As humans, many of us have a constant talk track going in our heads. This talk track provides everything from inane commentary on each moment to seriously critical noise and self-doubt or old stories that still color our picture of the world and our experiences in life.

Humans are meaning-making machines, so we are naturally inclined to make up stories. This tendency has survival benefits, because when you’ve noticed a threatening predator in the past, it is wise to be able to quickly recollect that experience when you see a rustling in the bushes. However sometimes the wind is just blowing, there is no predator, and the meaning you’ve automatically made should be questioned. Inspecting these stories brings us back to reality, and then we can let our curiosity lead us instead.

Here are some common patterns of thought for me, and the ways I’ve dealt with them in the moment:

Thought: Old stories about how things work: “Fred always does that thing”.

Meta-thought: Does he? Does that matter right now? Does that mean you have to react in your usual way in this moment?

Thought: Cultural tropes: A PROPER LADY would do things this way.

Meta-thought: Jeebs, patriarchy, get out of my head.

Thought: Inane things like ear worms. I have an inner playlist. Of one song. On repeat endlessly throughout the day. I call her DJ RebRock.

Meta-thought: DJ RebRock, can we please spin a happier tune than Black Hole Sun today?

Thought: Endlessly reworking the past or worrying about the future.

Meta-thought: Enjoying the sun shining in the here-and-now is pretty nice.

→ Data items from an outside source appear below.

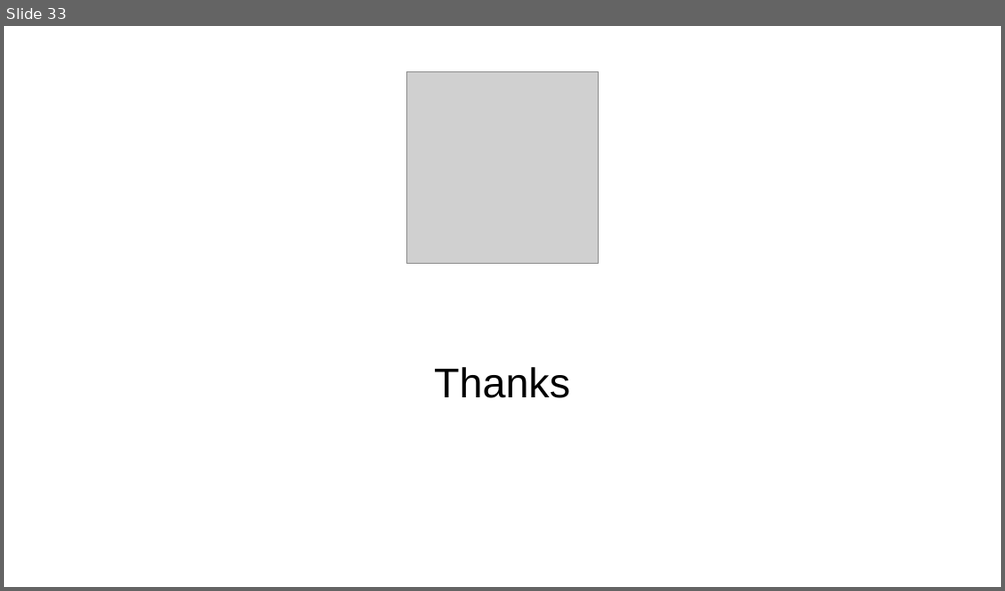
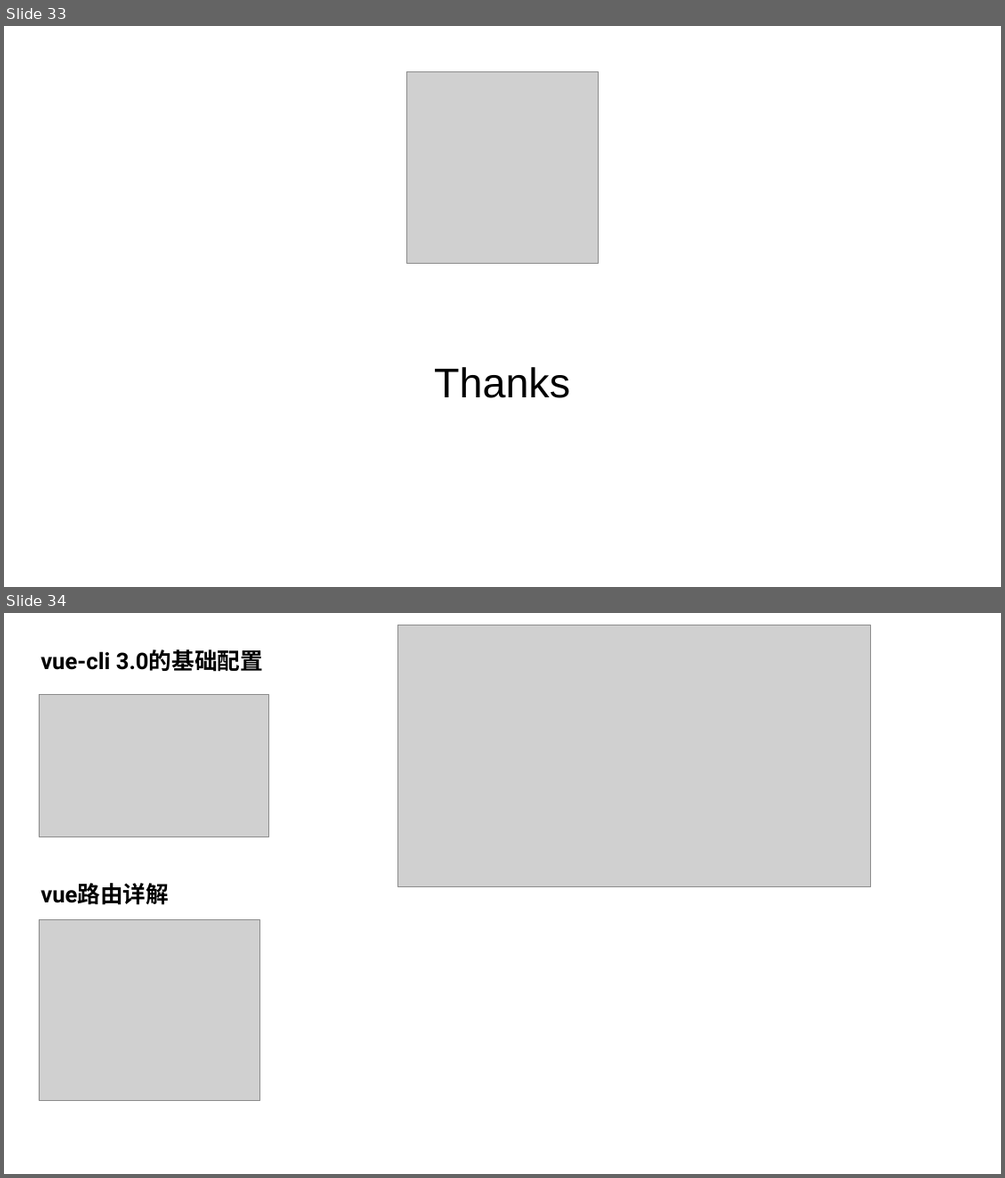
Before and after one commit to shenqistart/vue-practice, a slide deck: vue组件.pptx. Shown one above the other, each under a label of ours: slide 33 before the commit, slides 33 and 34 after it. The pictures are 1005x591 and 1005x1178 pixels, drawn with LibreOffice and Linux fonts; fonts in the diff are those of the drawing; grey boxes stand for pictures. Boxes give left, top, right and bottom in pixels: in the first picture for what was removed or moved away, otherwise in the second. Text is boxed around its words. In the diff, an @@ line names an element or a change of style, - is before the commit and + after.

```diff
--- a/vue组件.pptx
+++ b/vue组件.pptx
@@ slide 34 added at [4, 613, 1001, 1174], background #FFFFFF @@
@@ picture added at [398, 625, 870, 886] @@
@@ text added at [40, 649, 263, 671], 44 pt, text #000000, bold @@
+vue-cli 3.0的基础配置
@@ picture added at [39, 694, 268, 836] @@
@@ text added at [40, 883, 169, 905], 44 pt, text #000000, bold @@
+vue路由详解
@@ picture added at [39, 919, 259, 1100] @@
```
Also in this commit, not shown: 9 other slides added, 3 other files.

To get to the bottom of this reality for you, you have to figure out how to make your own thoughts more visible to yourself. There are a few techniques that I’ve found helpful in increasing my awareness of thought:

Meditation. There is a common misapprehension that meditation is intended to quiet your thoughts. Most meditation approaches are actually just trying to bring awareness to thoughts, emotions and bodily sensations. A helpful metaphor is that thoughts are like passing like clouds in the sky. They come without bidding and pass through in a moment or two. Labeling my thoughts when I see them arise is also helpful: for instance “comparing” comes up a lot for me, as does “worry”. I just mentally note that this category of thought has come up and then lightly observe it as it passes through my mind.

Journaling. I cannot say enough good things about the practice of journaling. I write something in my journal most mornings, just to get my present thoughts and emotions out of my head and onto the page, so I can inspect them. As an analytical person I also love having a record my thoughts and emotions over time, so I can see the trends.

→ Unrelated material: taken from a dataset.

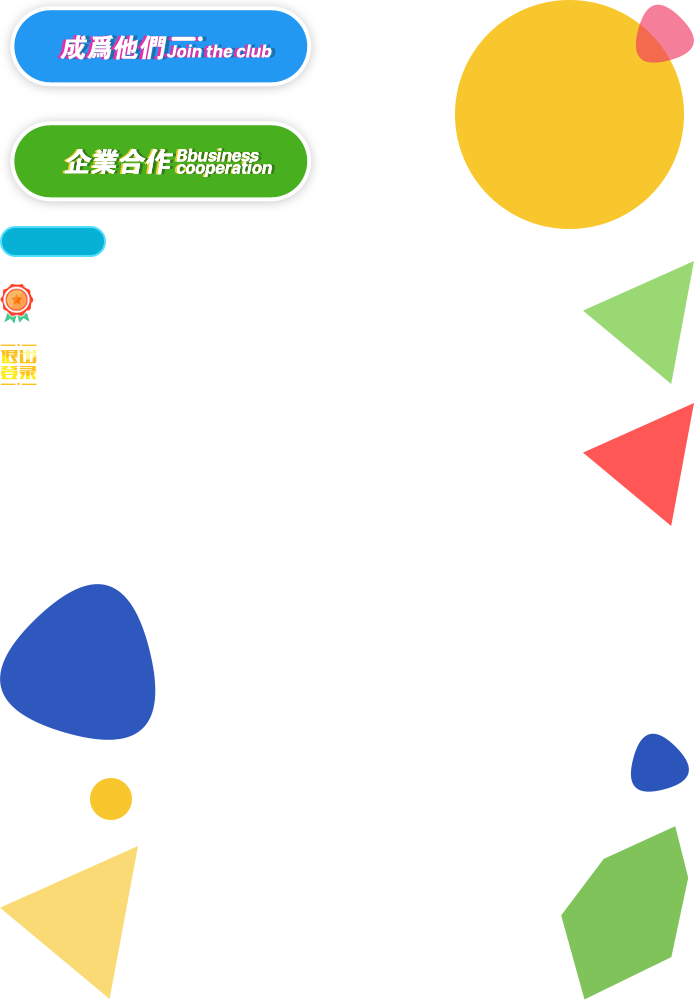
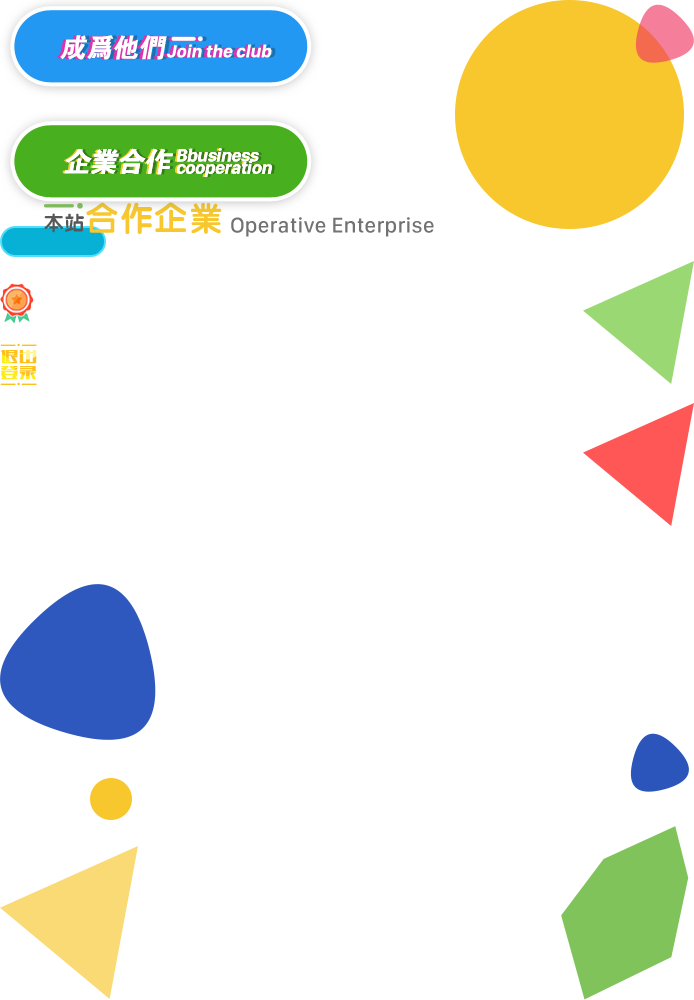
Layered file, before and after one edit (694×1000). Changes by layer:
added layer "圆角矩形 17 拷贝" above "圆角矩形 16 拷贝" over [77, 203, 83, 209]
added layer "圆角矩形 16 拷贝" above "本站合作企业" over [44, 204, 74, 208]
added layer "本站合作企业" above "Operative Enterprise" over [44, 202, 222, 234]
added layer "Operative Enterprise" above "多边形 3" over [231, 217, 434, 237]

Doing an activity without simultaneous input. For me that’s crocheting or going for a run without listening to a podcast. These are simple activities that occupy my body, which allows my thoughts and emotional tenor to float up so I can see what’s going on for me more explicitly. I also do these things most every day.

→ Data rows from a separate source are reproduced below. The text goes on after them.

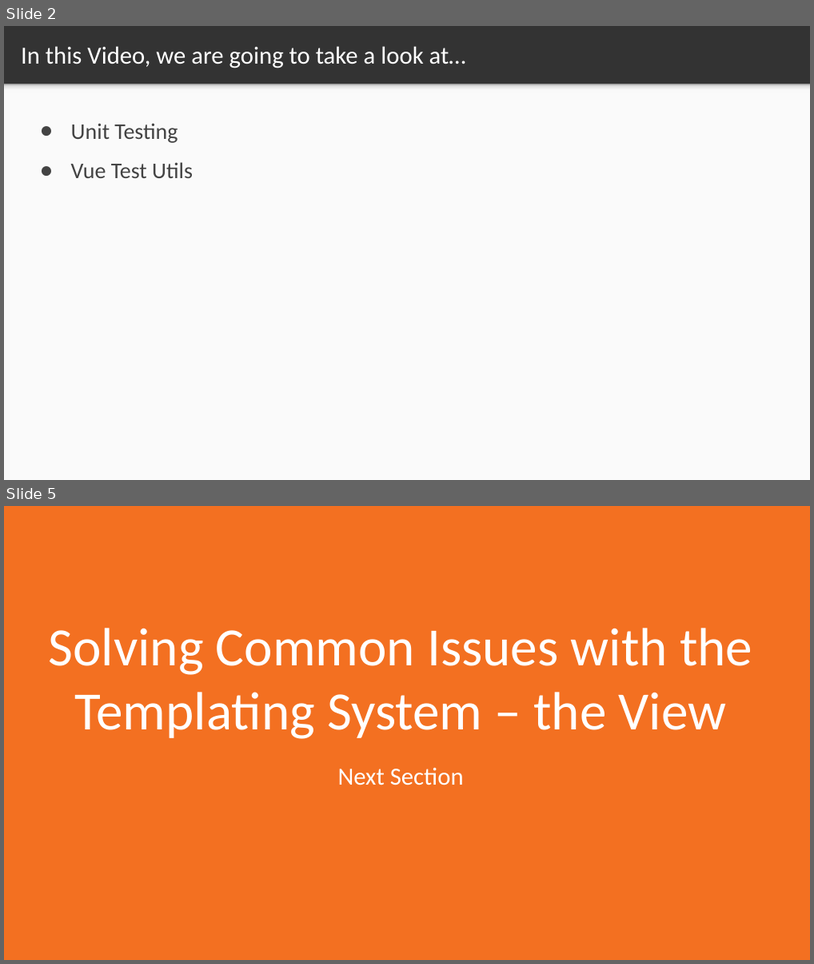
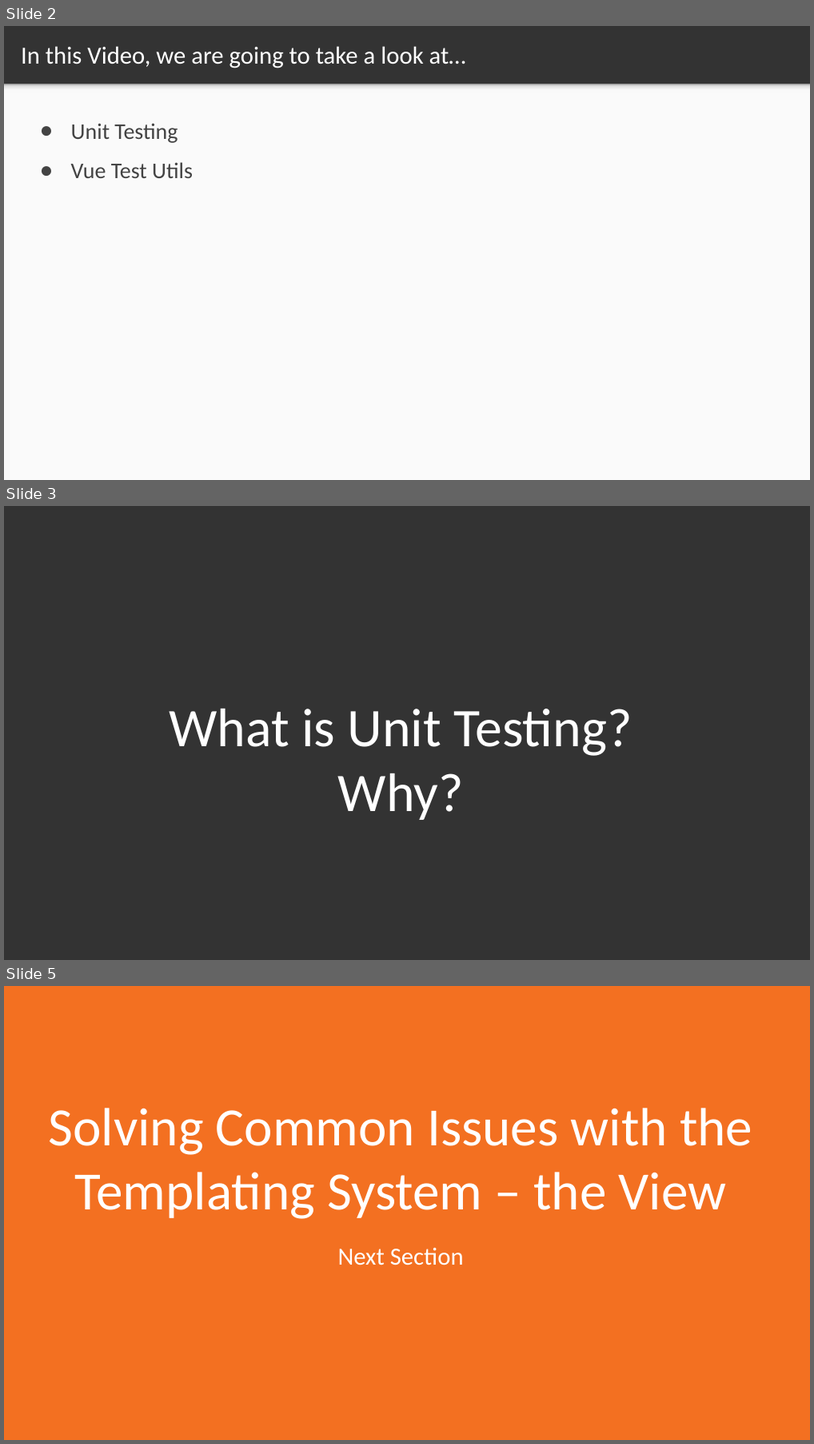
Before and after one commit to PacktPublishing/Troubleshooting-Vue.js, a slide deck: Section 1/Video 1.7/video 1.7_Unit_Testing.ppt. Shown one above the other, each under a label of ours: slides 2 and 5 before the commit, slides 2, 3 and 5 after it; the slides between them are not shown. The pictures are 814x964 and 814x1444 pixels, drawn with LibreOffice and Linux fonts; fonts in the diff are those of the drawing. Boxes give left, top, right and bottom in pixels: in the first picture for what was removed or moved away, otherwise in the second. Text is boxed around its words. In the diff, an @@ line names an element or a change of style, - is before the commit and + after.

```diff
--- a/Section 1/Video 1.7/video 1.7_Unit_Testing.ppt
+++ b/Section 1/Video 1.7/video 1.7_Unit_Testing.ppt
@@ slide 3 added at [4, 506, 810, 960], background #333333 @@
@@ text added at [169, 708, 632, 820], 97 pt, text #FFFFFF @@
+What is Unit Testing?
+Why?
```
Also in this commit, not shown: 1 slide changed, 1 slide removed.

These are all forms of sitting with myself, without other inputs, and seeing what comes up. What would this look like for you? What’s coming up for you right now, in this moment, while you read this? That is where to start.

Resources:

  1. Short: Interview with Michael Singer, author of Untethered Soul.
  2. Medium: The 10% Happier My favorite starter meditation app – great tutorials and educational series on the theory behind meditation.
  3. Long: Untethered Soul by Michael Singer – the seminal work on the fact that we are not our thoughts. Highly practical and relatable.